Task: Look through the entries below and show every line containing the word "silkscreen".

Extracted data entries:
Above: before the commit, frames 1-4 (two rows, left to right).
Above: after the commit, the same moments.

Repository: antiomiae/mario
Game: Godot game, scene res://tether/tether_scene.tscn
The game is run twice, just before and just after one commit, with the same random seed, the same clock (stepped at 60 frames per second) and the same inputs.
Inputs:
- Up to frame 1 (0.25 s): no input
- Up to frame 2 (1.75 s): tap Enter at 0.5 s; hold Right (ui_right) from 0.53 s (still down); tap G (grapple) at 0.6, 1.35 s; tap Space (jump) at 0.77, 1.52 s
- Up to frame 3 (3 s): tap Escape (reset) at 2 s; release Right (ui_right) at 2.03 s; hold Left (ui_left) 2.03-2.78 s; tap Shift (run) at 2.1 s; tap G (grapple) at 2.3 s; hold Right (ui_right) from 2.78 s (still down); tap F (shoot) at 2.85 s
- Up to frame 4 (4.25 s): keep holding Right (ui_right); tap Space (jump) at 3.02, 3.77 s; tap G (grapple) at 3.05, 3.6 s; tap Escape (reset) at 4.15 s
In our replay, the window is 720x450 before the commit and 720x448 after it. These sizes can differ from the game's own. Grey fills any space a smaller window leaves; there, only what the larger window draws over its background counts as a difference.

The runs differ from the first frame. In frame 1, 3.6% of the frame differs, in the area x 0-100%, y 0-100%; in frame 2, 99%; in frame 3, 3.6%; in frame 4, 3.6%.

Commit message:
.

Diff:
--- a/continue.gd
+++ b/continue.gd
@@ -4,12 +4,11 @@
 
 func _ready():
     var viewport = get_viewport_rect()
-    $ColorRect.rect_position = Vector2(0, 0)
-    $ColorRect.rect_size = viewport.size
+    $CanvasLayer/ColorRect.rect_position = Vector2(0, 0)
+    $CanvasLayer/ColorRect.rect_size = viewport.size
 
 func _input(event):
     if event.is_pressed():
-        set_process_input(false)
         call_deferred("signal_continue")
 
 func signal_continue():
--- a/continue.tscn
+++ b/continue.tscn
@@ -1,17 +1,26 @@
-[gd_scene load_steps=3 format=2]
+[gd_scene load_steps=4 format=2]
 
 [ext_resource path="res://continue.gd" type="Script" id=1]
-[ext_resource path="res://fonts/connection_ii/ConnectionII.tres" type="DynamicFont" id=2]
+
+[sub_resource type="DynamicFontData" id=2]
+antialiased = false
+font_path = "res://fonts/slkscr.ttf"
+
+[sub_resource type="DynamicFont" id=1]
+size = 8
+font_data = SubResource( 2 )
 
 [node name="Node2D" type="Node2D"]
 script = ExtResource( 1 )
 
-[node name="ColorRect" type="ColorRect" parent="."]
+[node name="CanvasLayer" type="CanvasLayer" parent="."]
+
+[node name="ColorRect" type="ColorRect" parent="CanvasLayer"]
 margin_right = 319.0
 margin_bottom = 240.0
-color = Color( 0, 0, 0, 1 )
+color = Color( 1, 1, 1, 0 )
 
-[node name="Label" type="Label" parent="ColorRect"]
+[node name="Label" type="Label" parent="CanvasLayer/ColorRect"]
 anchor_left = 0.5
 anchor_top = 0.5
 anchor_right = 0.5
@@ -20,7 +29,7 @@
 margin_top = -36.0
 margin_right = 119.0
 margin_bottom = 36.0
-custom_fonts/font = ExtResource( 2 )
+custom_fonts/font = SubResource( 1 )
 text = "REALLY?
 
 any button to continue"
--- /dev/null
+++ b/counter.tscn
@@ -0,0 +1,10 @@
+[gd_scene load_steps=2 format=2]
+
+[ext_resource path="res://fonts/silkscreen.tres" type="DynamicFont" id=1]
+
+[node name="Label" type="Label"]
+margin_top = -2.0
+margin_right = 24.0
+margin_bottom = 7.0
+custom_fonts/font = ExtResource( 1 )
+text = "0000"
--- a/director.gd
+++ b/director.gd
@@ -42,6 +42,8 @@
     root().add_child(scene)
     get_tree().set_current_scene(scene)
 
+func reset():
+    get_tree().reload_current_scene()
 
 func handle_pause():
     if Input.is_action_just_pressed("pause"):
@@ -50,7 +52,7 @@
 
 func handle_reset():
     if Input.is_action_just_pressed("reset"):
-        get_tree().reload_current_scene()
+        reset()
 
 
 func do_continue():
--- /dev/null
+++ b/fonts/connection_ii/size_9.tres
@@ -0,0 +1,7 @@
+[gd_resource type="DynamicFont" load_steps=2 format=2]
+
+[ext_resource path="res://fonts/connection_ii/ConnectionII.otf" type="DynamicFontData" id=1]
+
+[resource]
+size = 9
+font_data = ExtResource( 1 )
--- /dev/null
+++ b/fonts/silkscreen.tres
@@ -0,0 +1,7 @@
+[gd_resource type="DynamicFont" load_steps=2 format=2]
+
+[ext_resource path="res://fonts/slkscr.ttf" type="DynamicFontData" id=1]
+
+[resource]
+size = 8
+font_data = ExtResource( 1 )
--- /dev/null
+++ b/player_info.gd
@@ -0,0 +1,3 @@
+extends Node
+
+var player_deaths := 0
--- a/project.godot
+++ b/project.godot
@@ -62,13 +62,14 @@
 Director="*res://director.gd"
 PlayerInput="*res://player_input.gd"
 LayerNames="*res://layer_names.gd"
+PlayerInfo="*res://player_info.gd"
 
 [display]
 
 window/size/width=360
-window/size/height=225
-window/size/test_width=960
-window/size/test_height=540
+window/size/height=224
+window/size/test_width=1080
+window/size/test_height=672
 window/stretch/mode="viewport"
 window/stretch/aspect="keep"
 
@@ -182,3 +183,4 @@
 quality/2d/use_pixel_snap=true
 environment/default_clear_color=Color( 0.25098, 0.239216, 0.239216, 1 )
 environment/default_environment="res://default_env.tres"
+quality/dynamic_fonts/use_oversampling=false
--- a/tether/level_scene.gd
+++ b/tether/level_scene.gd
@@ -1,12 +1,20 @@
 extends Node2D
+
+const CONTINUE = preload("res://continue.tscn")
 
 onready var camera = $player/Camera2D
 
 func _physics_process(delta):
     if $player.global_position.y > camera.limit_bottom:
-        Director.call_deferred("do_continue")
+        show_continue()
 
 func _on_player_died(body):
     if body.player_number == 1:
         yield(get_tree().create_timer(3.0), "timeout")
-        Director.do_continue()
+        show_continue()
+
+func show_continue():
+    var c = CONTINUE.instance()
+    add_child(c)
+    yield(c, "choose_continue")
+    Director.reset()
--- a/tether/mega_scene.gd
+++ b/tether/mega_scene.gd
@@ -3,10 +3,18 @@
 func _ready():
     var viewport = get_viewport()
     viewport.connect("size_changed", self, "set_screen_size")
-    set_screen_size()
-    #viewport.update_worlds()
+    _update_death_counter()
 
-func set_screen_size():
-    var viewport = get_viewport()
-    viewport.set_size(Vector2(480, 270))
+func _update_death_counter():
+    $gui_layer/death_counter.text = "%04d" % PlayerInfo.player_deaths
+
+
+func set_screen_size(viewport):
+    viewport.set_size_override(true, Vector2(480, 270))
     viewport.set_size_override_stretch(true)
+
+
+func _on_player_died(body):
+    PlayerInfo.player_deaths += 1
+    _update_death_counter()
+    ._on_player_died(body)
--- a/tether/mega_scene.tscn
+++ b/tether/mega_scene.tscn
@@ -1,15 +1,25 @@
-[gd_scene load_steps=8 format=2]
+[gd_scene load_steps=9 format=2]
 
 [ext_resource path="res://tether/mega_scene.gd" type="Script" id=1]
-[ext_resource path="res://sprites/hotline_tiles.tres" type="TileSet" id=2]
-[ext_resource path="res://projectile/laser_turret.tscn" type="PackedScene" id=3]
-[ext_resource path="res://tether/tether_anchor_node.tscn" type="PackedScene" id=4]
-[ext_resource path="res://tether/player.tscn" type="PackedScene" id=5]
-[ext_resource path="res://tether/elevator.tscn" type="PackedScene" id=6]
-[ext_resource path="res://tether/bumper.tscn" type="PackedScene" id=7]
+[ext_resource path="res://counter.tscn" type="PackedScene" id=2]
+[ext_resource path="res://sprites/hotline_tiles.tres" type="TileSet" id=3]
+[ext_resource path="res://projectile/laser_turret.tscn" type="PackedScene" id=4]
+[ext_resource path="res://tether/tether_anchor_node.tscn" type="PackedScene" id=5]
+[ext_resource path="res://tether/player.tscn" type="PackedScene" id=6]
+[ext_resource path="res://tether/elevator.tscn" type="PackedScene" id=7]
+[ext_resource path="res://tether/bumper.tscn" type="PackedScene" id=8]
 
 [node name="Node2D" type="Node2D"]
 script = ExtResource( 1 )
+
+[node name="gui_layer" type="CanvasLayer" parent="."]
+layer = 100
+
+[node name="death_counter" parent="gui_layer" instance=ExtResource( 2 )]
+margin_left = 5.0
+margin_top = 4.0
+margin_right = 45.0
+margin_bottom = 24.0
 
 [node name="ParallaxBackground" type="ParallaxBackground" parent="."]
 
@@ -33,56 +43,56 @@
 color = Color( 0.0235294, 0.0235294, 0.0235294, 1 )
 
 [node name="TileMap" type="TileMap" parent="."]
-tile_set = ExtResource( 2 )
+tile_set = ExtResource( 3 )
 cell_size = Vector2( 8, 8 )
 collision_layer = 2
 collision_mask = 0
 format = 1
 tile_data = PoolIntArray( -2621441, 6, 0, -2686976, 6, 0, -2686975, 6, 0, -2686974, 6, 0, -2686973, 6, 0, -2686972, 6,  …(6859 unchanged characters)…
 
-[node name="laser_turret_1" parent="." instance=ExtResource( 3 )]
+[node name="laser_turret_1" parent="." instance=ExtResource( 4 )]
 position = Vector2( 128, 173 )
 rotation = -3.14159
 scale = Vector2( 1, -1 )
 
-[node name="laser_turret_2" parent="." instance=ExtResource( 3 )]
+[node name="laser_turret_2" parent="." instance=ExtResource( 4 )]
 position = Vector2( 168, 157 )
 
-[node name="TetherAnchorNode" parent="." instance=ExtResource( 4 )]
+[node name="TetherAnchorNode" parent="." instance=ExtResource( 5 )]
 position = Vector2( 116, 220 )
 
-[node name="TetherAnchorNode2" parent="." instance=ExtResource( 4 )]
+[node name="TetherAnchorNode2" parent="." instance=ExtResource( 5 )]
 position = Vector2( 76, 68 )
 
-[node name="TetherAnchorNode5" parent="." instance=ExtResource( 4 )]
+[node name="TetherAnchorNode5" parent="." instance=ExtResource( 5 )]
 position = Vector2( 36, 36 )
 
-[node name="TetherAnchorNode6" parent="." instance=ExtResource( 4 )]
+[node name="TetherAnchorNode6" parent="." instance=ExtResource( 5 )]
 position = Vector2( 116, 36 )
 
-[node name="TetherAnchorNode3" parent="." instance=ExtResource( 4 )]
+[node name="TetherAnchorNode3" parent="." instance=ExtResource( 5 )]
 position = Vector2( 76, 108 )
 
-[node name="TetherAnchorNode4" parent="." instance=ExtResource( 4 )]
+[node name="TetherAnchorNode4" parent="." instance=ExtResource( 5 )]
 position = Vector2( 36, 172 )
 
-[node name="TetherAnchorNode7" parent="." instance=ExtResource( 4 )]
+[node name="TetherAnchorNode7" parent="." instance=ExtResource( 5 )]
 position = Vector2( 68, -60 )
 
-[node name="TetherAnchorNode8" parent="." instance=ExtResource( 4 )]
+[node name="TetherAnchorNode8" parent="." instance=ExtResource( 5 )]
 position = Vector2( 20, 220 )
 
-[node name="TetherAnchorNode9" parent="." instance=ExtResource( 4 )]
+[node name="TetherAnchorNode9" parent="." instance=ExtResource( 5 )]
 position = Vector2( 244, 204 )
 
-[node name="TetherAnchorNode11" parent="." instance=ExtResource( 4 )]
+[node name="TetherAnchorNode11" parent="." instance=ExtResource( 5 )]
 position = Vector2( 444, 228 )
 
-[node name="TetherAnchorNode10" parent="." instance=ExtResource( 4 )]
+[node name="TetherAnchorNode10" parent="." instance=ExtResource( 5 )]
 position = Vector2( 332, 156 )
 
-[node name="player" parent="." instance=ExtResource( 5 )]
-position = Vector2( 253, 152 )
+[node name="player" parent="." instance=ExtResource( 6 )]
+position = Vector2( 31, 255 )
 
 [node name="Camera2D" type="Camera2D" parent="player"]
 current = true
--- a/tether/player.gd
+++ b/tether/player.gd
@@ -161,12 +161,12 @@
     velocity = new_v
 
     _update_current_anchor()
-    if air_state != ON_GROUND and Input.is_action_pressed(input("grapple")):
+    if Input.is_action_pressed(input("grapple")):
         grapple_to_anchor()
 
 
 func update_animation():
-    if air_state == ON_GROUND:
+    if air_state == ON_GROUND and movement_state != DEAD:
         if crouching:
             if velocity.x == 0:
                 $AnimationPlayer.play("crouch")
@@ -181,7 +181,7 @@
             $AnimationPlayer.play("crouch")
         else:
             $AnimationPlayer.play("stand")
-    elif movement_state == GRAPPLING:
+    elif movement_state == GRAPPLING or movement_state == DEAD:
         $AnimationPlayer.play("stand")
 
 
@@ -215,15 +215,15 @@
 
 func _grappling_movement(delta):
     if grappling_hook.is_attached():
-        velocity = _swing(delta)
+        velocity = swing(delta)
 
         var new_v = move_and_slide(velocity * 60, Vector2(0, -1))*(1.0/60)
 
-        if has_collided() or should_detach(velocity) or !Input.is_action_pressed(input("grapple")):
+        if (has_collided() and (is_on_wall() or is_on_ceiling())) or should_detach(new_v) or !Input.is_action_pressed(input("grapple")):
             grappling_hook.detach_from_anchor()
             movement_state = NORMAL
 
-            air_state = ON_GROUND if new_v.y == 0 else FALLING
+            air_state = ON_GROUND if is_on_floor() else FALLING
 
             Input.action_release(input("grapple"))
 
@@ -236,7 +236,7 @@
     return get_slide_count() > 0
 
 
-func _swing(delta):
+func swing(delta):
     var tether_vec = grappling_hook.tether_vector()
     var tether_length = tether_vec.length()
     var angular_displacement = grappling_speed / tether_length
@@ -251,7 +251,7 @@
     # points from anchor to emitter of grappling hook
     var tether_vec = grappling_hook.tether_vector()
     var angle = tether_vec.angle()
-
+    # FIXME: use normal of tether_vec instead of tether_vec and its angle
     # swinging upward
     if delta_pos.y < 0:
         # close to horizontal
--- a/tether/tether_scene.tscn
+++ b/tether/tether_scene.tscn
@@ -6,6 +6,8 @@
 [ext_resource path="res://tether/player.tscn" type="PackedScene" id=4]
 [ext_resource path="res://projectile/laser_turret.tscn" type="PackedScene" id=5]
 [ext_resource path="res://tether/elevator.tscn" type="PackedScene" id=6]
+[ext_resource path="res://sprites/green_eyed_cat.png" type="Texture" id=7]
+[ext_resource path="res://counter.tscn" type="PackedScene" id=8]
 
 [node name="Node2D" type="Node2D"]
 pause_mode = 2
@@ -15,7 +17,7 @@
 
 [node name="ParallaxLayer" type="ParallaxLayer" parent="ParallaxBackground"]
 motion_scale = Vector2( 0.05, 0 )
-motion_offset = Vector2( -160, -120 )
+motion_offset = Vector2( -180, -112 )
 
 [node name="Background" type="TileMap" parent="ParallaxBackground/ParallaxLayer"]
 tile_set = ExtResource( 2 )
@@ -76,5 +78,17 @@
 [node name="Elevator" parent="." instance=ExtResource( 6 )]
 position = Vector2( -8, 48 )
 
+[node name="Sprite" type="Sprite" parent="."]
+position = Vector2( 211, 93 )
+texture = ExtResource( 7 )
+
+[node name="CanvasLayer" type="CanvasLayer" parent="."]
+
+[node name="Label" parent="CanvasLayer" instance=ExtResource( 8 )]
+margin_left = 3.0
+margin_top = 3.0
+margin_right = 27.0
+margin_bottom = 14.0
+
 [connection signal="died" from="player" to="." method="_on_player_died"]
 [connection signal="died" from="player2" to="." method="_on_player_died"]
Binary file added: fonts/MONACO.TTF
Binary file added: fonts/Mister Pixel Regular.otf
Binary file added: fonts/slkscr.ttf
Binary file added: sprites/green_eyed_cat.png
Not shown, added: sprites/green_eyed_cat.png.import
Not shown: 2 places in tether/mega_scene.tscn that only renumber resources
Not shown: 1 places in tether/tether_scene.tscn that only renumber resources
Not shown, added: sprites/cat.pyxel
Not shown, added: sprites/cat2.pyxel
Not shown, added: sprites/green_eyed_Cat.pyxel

Response to the exercise:
+[ext_resource path="res://fonts/silkscreen.tres" type="DynamicFont" id=1]
+++ b/fonts/silkscreen.tres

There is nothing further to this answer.